In addition to GlnR-mediated regulation of the amtB-glnK operon, strong Casitone-dependent regulation of this operon that was independent of GlnR was seen (Fig. 1C and D and 3). In a recent transcriptome analysis, amtB was shown to be twofold up-regulated in an L. lactis MG1363 codY deletion mutant (11) grown in the nitrogen-rich medium GM17 (M17 with 0.5% glucose [23a]). A CodY operator is indeed present in the amtB-glnK promoter (8), located downstream of the GlnR operator sites and the core promoter region (Fig. 2 and 3). In agreement, repression of the amtB-glnK promoter in 2% Casitone was relieved in L. lactis MG{Delta}codY (Fig. 3). This effect was also seen for the amtB-glnK promoter fragment PamtB-3, in which GlnR-mediated repression was almost entirely abolished due to deletion of the first GlnR box (Fig. 3).
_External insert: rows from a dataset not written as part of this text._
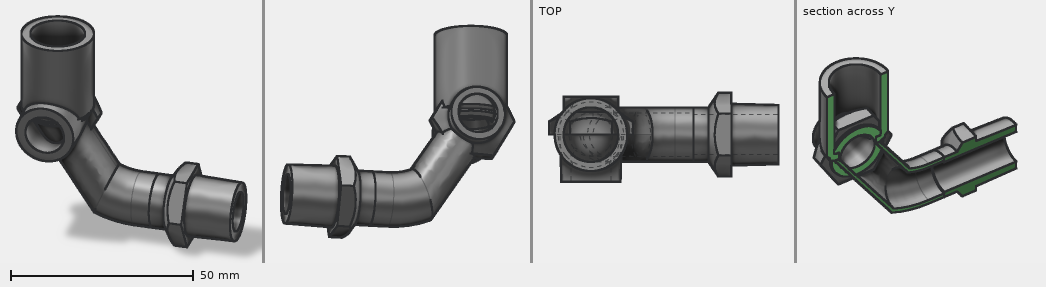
import cadquery as cq
import math


pipe_diameter = 15.0
pipe_bore = 12.0
bend_radius = 23.0
bend_top_z = -0.2
straight_angle = 67.0
tail_length = 5.1

socket_diameter = 20.0
socket_bore = pipe_diameter
socket_top_z = 24.8
socket_bottom_z = 2.45
collar_diameter = 18.0
collar_top_z = 1.5
collar_bottom_z = 0.8

fitting_bore = 11.0
stub_diameter = pipe_diameter
stub_length = 4.15
hex_flats = 20.0
hex_length = 6.25
hex_cone_length = 2.7
thread_length = 13.0
thread_root_diameter = 17.0
thread_tip_diameter = 16.3
branch_axis_z = -0.1

hex_corners = hex_flats / math.cos(math.radians(30))
shank_length = stub_length + hex_length
fitting_length = shank_length + thread_length
run_axis_z = bend_top_z - bend_radius
run_fitting_x = bend_radius + tail_length


def fitting_envelope():
    """Unbored fitting along +Z, starting at the end of its plain stub."""
    body = (
        cq.Workplane("XZ")
        .polyline([
            (0, 0),
            (stub_diameter / 2, 0),
            (stub_diameter / 2, stub_length),
            (hex_corners / 2, stub_length + hex_cone_length),
            (hex_corners / 2, shank_length),
            (0, shank_length),
        ])
        .close()
        .revolve(360, (0, 0, 0), (0, 1, 0))
    )
    hexagon = cq.Workplane("XY").polygon(6, hex_corners).extrude(shank_length)
    thread = (
        cq.Workplane("XY", origin=(0, 0, shank_length))
        .circle(thread_root_diameter / 2)
        .workplane(offset=thread_length)
        .circle(thread_tip_diameter / 2)
        .loft(ruled=True)
    )
    return body.intersect(hexagon).union(thread)


def make_fitting():
    """Fitting with its through bore."""
    bore = cq.Workplane("XY").circle(fitting_bore / 2).extrude(fitting_length)
    return fitting_envelope().cut(bore)


def place_on_branch(shape):
    """Point the thread to -Y, with the hex shoulder in the plane Y = 0."""
    return shape.rotate((0, 0, 0), (1, 0, 0), 90).translate((0, shank_length, branch_axis_z))


def place_on_run(shape):
    """Point the thread to +X, with the stub against the elbow tail and hex corners at +/-Y."""
    turned = shape.rotate((0, 0, 0), (0, 0, 1), 90).rotate((0, 0, 0), (0, 1, 0), 90)
    return turned.translate((run_fitting_x, 0, run_axis_z))


def elbow_rod(diameter):
    """Round rod along the elbow: straight run, rest of the bend, straight tail."""
    angle = math.radians(straight_angle)
    join = cq.Vector(
        bend_radius * (1 - math.cos(angle)), 0, bend_top_z - bend_radius * math.sin(angle)
    )
    tangent = cq.Vector(math.sin(angle), 0, -math.cos(angle))
    top_wire = cq.Wire.makeCircle(diameter / 2, cq.Vector(0, 0, bend_top_z), cq.Vector(0, 0, -1))
    join_wire = cq.Wire.makeCircle(diameter / 2, join, tangent)
    straight = cq.Workplane(cq.Solid.makeLoft([top_wire, join_wire], True))
    bend = (
        cq.Workplane("YZ", origin=(bend_radius, 0, run_axis_z))
        .circle(diameter / 2)
        .revolve(90 - straight_angle, (0, bend_radius, 0), (1, bend_radius, 0))
    )
    tail = (
        cq.Workplane("YZ", origin=(bend_radius, 0, run_axis_z))
        .circle(diameter / 2)
        .extrude(tail_length)
    )
    return straight.union(bend).union(tail)


def make_socket():
    """Bored upright cylinder stepping down through a collar to the pipe diameter."""
    return (
        cq.Workplane("XZ")
        .polyline([
            (socket_bore / 2, socket_top_z),
            (socket_diameter / 2, socket_top_z),
            (socket_diameter / 2, socket_bottom_z),
            (collar_diameter / 2, collar_top_z),
            (collar_diameter / 2, collar_bottom_z),
            (pipe_diameter / 2, bend_top_z),
            (pipe_bore / 2, bend_top_z),
            (pipe_bore / 2, socket_bottom_z),
            (socket_bore / 2, socket_bottom_z),
        ])
        .close()
        .revolve(360, (0, 0, 0), (0, 1, 0))
    )


def shank_clearance():
    """Room that the stub and hex of the branch fitting take up."""
    block = cq.Workplane("XY").circle(hex_corners).extrude(shank_length)
    return place_on_branch(fitting_envelope().intersect(block))


socket = make_socket()
elbow = elbow_rod(pipe_diameter).cut(elbow_rod(pipe_bore)).cut(shank_clearance())
run_fitting = place_on_run(make_fitting())
branch_fitting = place_on_branch(make_fitting()).cut(socket).cut(elbow)

result = cq.Compound.makeCompound([
    *socket.solids().vals(),
    *elbow.solids().vals(),
    *run_fitting.solids().vals(),
    *branch_fitting.solids().vals(),
])

Thus, CodY is able to overrule the GlnR-mediated control of the amtB-glnK operon under nitrogen-rich conditions. The exact function of the amtB-glnK gene pair, which is conserved among many bacterial species (26), remains to be established in L. lactis, but the fact that it is regulated by both GlnR and CodY suggests that it has an important role in nitrogen control in this organism.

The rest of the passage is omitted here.